Whoa, do you have a source on that? In the US, I think a lot of people take civil liberties very seriously. We don't dole out freedoms for a specific purpose, we assume we have freedoms unless there is a compelling reason to take them away.
It is in the Diamond paper that I referenced before: "It is certainly clear from the data reviewed, and the new data and analysis presented, that a massive increase in available pornography in Japan, the United States and elsewhere has been correlated with a dramatic decrease in sexual crimes and most so among youngsters as perpetrators or victims."
Not all professionals agree with that, so I don't take it as established fact, but the idea that it does not increase child sex abuse is more firmly established.
If there is a decrease, we don't know the exact mechanism behind it, but the idea that pedophiles are looking at it is a very plausible hypothesis.
I was citing the Wikipedia article in answer to your comment "Shall we believe that being a pedophile is genetic and the environment to which a person is exposed has nothing to do with them becoming a pedophile? ", and I think the section I linked to does a decent job of showing very early effects.
The way you've used testosterone level as a mediating variable seems very weak and questionable. The relevant data there is the societal experiments studied by Diamond: If you make child porn freely available, what happens to society-wide levels of child sex abuse?
When it comes to doling out freedoms that historically means in the US the rights that God gave men. I don't think many Christian would say that God gave men the right to enjoy child pornography but democratic society took that right away from men to reduce the amount of child abuse by pedophiles.
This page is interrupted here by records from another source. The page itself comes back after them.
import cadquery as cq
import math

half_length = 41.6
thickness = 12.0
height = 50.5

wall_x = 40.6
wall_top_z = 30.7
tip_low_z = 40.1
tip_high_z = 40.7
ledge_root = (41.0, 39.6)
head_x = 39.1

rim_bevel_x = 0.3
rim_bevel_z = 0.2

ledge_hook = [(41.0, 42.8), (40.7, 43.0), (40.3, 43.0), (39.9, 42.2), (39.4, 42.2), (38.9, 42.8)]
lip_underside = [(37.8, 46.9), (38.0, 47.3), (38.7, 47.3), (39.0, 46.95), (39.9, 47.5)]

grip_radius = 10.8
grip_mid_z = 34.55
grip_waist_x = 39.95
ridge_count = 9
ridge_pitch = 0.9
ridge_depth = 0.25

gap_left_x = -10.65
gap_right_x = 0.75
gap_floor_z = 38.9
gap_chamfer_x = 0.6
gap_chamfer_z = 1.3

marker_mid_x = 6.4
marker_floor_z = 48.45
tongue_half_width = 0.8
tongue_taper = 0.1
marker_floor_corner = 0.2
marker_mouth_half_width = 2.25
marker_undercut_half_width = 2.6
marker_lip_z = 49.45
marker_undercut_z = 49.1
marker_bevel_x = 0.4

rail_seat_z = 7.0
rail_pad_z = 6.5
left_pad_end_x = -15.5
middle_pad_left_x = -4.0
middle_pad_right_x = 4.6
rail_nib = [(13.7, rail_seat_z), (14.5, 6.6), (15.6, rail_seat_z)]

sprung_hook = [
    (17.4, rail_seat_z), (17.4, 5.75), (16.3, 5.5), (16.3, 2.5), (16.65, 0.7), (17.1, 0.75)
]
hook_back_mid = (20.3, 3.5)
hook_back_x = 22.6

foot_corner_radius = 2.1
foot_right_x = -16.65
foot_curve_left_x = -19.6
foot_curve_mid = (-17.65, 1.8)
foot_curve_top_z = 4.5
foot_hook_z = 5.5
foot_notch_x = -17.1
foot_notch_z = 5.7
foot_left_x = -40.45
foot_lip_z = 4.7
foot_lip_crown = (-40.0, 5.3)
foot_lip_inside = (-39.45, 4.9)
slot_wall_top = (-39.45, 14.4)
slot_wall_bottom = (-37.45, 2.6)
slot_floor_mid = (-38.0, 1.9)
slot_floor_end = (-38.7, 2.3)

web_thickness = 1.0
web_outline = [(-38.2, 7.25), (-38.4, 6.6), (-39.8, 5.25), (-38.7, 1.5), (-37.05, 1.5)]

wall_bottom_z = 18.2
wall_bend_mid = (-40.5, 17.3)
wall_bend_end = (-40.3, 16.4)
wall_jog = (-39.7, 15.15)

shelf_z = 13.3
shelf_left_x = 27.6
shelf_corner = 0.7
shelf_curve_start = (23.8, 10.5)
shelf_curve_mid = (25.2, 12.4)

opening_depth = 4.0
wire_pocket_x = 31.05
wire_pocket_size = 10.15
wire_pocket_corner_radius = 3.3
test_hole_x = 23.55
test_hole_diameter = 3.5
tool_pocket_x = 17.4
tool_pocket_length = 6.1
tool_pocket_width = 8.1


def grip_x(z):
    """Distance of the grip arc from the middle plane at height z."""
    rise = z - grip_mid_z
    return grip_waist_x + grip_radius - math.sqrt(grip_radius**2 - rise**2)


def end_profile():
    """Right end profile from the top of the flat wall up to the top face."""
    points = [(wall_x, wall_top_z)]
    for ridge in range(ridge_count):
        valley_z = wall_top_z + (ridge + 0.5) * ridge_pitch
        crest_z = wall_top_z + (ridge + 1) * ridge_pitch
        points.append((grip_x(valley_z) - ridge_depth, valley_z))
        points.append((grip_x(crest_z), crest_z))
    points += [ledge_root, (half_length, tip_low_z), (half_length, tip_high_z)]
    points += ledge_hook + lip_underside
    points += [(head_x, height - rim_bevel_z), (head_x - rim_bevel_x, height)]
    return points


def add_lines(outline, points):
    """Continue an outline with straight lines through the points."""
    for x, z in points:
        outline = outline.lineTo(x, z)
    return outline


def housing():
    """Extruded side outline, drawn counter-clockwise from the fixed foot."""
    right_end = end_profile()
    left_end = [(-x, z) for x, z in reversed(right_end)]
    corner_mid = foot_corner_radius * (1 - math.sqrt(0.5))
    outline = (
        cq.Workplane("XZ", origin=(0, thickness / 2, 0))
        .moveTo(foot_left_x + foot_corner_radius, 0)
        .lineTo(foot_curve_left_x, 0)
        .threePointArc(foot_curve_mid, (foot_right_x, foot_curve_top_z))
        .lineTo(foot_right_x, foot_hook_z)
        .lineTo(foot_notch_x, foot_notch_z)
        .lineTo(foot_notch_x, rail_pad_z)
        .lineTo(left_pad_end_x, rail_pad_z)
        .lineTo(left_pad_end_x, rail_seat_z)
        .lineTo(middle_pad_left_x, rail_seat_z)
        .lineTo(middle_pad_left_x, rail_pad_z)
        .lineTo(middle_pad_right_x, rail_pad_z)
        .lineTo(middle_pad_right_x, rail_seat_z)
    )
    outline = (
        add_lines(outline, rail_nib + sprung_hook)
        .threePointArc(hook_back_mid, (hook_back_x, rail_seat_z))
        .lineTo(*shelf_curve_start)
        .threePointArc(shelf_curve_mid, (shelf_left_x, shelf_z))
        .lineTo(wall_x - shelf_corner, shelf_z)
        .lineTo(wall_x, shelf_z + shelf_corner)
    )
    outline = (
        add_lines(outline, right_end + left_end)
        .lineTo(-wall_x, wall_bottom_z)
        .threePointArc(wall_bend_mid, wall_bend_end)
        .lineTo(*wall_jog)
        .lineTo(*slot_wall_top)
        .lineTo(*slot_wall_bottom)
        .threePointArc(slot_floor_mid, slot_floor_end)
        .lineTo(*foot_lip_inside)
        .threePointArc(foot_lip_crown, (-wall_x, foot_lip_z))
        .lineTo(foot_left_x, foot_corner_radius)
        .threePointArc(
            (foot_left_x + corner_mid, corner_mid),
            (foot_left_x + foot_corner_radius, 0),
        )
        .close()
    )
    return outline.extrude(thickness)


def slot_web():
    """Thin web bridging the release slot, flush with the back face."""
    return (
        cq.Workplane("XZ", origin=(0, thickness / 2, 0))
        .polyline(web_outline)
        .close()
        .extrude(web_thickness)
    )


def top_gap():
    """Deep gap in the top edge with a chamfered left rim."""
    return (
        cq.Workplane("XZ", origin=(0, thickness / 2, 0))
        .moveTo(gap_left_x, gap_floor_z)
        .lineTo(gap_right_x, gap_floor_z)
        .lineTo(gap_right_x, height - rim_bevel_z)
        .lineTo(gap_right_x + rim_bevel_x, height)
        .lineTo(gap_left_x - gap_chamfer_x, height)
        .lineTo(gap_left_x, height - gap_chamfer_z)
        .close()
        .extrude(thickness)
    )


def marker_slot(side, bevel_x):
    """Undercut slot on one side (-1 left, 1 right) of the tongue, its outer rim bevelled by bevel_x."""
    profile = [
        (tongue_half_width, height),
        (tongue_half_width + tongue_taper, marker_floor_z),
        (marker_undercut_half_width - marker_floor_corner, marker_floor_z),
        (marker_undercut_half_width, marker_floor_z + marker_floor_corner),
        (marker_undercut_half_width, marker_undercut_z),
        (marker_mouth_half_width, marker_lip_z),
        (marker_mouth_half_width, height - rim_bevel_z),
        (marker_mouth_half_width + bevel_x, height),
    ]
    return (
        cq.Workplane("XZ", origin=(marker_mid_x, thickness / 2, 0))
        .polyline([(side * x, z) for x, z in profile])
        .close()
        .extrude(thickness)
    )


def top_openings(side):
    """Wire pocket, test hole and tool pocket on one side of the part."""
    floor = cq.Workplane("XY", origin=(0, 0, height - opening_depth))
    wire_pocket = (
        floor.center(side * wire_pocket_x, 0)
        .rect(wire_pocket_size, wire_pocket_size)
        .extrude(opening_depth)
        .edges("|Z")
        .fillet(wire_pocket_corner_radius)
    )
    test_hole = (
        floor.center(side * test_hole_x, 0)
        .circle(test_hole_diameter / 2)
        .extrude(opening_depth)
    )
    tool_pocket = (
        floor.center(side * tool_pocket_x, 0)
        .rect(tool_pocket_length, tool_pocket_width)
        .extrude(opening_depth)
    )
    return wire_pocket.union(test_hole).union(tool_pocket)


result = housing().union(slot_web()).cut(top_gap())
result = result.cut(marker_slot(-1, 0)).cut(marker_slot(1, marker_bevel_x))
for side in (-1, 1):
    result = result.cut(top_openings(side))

I also don't think you can reasonable argue that the founding fathers had in mind to protect child pornography when they wrote the first amendment.
To turn to the present, given the current way the US works saying that it's citizens value civil liberties it sounds like a joke.
A lot of people here count themselves as utilitarian. The idea of civil liberties is nice but for most people it's an means to an end and not an end in itself.